# How long till outlaw 2's arn't on backorder?



## wc4life21 (Jul 18, 2011)

Highlifters website says new batch will ship in january! Well its the middle of february and it still says that? Does anyone know when they will actually have them in stock, or does anyone know who has them now ready to ship? I'm sure the demand is high, but they should of been able to put some more out the door a little quicker in my opinion!


----------



## mcpyro3 (Feb 23, 2011)

i was told 3 weeks ago when i called HL that it would be sometime in march before we could get them due to the backorders so i went with the orignals instead


----------



## wc4life21 (Jul 18, 2011)

thats nuts! thats exactly what I was thinking, but i'd end up getting 31 orig when i really want them 29.5s...im trying to find out if them 31s will be any harder on my bike.
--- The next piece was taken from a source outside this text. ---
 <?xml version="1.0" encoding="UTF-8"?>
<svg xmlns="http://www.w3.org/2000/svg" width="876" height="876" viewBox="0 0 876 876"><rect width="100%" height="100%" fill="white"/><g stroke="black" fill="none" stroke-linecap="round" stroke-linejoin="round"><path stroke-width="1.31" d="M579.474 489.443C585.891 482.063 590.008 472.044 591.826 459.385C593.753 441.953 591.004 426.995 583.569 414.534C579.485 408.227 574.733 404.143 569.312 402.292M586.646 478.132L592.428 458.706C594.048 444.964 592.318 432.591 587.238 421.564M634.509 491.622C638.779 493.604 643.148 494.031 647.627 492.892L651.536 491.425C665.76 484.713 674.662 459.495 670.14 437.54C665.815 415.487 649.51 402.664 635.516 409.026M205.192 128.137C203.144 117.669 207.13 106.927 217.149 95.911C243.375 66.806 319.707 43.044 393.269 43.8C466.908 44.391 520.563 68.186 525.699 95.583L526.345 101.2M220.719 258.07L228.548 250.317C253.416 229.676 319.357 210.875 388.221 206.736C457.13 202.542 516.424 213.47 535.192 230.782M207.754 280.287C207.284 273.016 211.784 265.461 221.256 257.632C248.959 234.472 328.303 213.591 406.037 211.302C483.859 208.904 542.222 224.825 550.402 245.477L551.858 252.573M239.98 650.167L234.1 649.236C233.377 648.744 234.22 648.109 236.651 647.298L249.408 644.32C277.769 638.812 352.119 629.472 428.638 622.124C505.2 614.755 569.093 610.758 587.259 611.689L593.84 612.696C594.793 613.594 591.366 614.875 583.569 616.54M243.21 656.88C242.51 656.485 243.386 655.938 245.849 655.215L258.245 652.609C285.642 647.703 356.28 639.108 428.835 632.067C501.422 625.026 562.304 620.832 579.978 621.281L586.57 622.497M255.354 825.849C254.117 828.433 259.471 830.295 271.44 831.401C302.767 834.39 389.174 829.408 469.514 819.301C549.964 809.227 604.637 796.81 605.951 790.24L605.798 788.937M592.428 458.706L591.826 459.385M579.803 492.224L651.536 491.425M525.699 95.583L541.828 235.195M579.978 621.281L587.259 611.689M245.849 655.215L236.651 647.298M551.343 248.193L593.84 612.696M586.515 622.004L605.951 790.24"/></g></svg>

I got a lift but wanted to run stock axles and shocks thinking the 29.5 would be alil easier on them!


----------



## mcpyro3 (Feb 23, 2011)

i dont think the new 29.5's will be any easier than the 31's considering they are about the same weight with more and deeper lugs but as long as you got decent thumb control you should be fine either way i've been running stocks with reg 29.5's for a yr now and i dont cut it any slack


----------



## wc4life21 (Jul 18, 2011)

Right on...thanks for the replies ill have to just man up and order something!....Someday ill ease up with my thumb but for now its to much fun to hammer it!


----------



## Brute650i (Dec 17, 2008)

The new batch has shipped but there is such a lond log of backorders they are still trying to fill all of the back orders before they will be available. If you want some you better get on a waiting list with someone who is a dealer or your going to be waiting alot longer


----------



## lurk (May 21, 2010)

I ordered a set last week of all wides and have them on my bike already


----------



## rybrute06 (Feb 24, 2011)

yea highlifter has wides. but no skinnies


----------



## JPs300 (Mar 23, 2011)

31's will be *easier* on the bike than the law2's, as the law2's have more bite. 

As noted by Brute650i, if you want law2's you're best bet is to get on the waiting list like everyone else. Waiting for them to come off back-order is going to take quite a while, better off being one of those back-orders.


----------